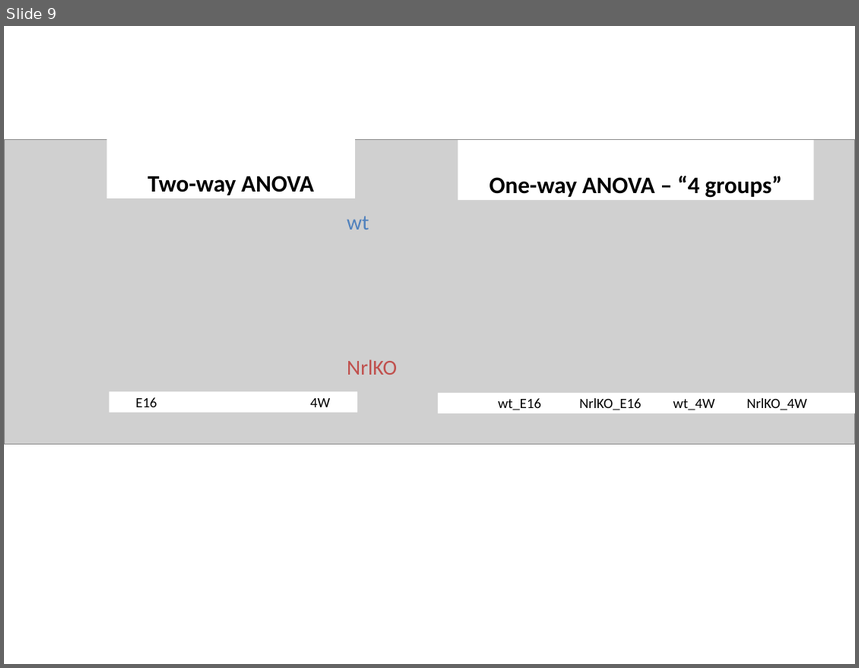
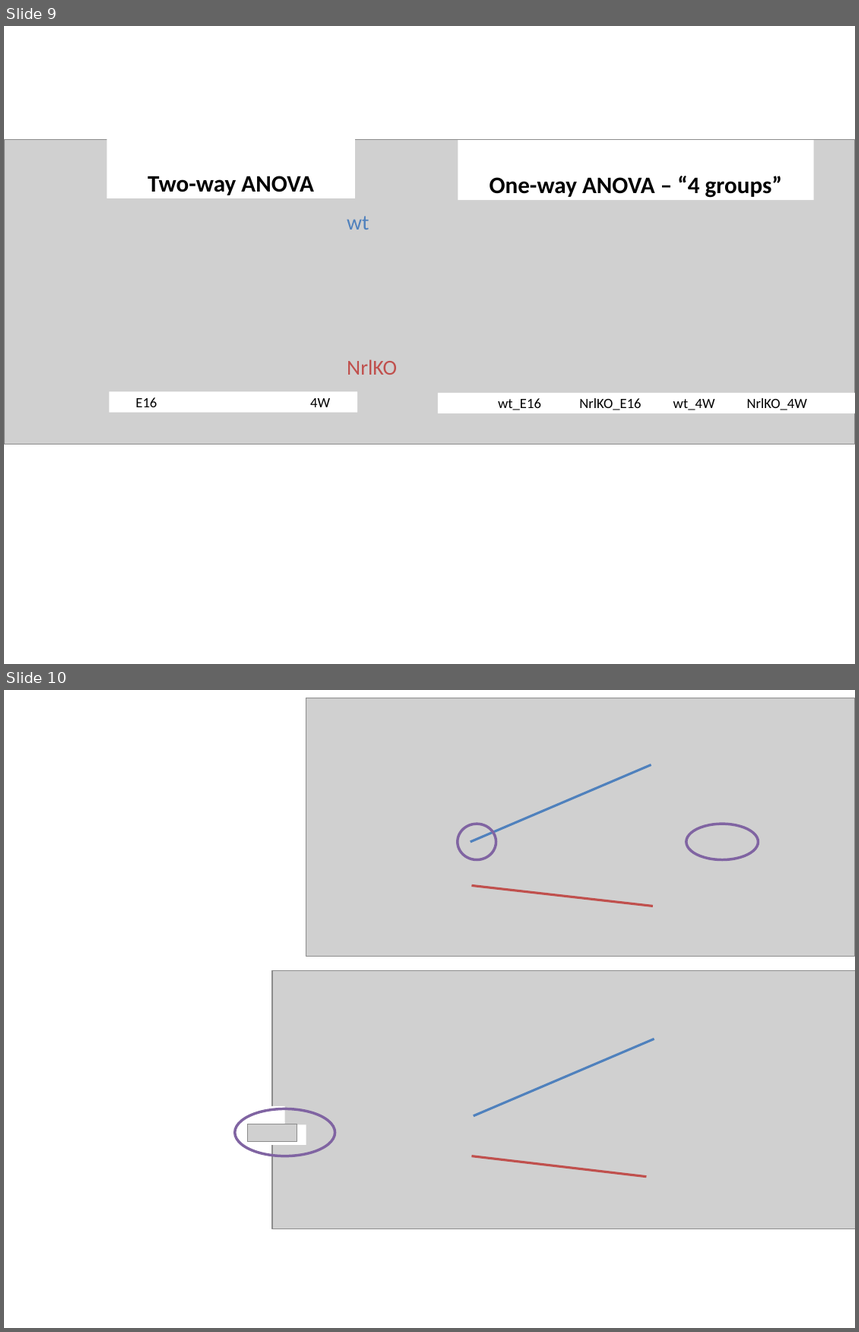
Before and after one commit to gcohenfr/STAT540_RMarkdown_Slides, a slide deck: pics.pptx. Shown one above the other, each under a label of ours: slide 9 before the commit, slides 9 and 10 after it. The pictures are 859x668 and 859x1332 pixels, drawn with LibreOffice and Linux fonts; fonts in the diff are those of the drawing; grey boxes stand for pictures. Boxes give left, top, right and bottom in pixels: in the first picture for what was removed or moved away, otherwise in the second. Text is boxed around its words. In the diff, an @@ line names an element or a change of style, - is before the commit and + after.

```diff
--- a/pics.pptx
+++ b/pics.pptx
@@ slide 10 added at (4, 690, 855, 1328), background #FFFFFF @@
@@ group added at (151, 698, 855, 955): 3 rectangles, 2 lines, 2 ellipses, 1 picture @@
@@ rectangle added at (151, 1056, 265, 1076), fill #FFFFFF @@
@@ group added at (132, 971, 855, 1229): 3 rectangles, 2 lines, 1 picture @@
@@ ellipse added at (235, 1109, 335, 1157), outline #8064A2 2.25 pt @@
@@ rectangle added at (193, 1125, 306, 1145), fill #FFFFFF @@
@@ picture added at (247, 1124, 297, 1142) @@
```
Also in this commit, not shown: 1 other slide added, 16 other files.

--------------------------------

Required action ▸ Say only the number of lines of the data above in which the string "commit" occurs.

Written answer ▸ 2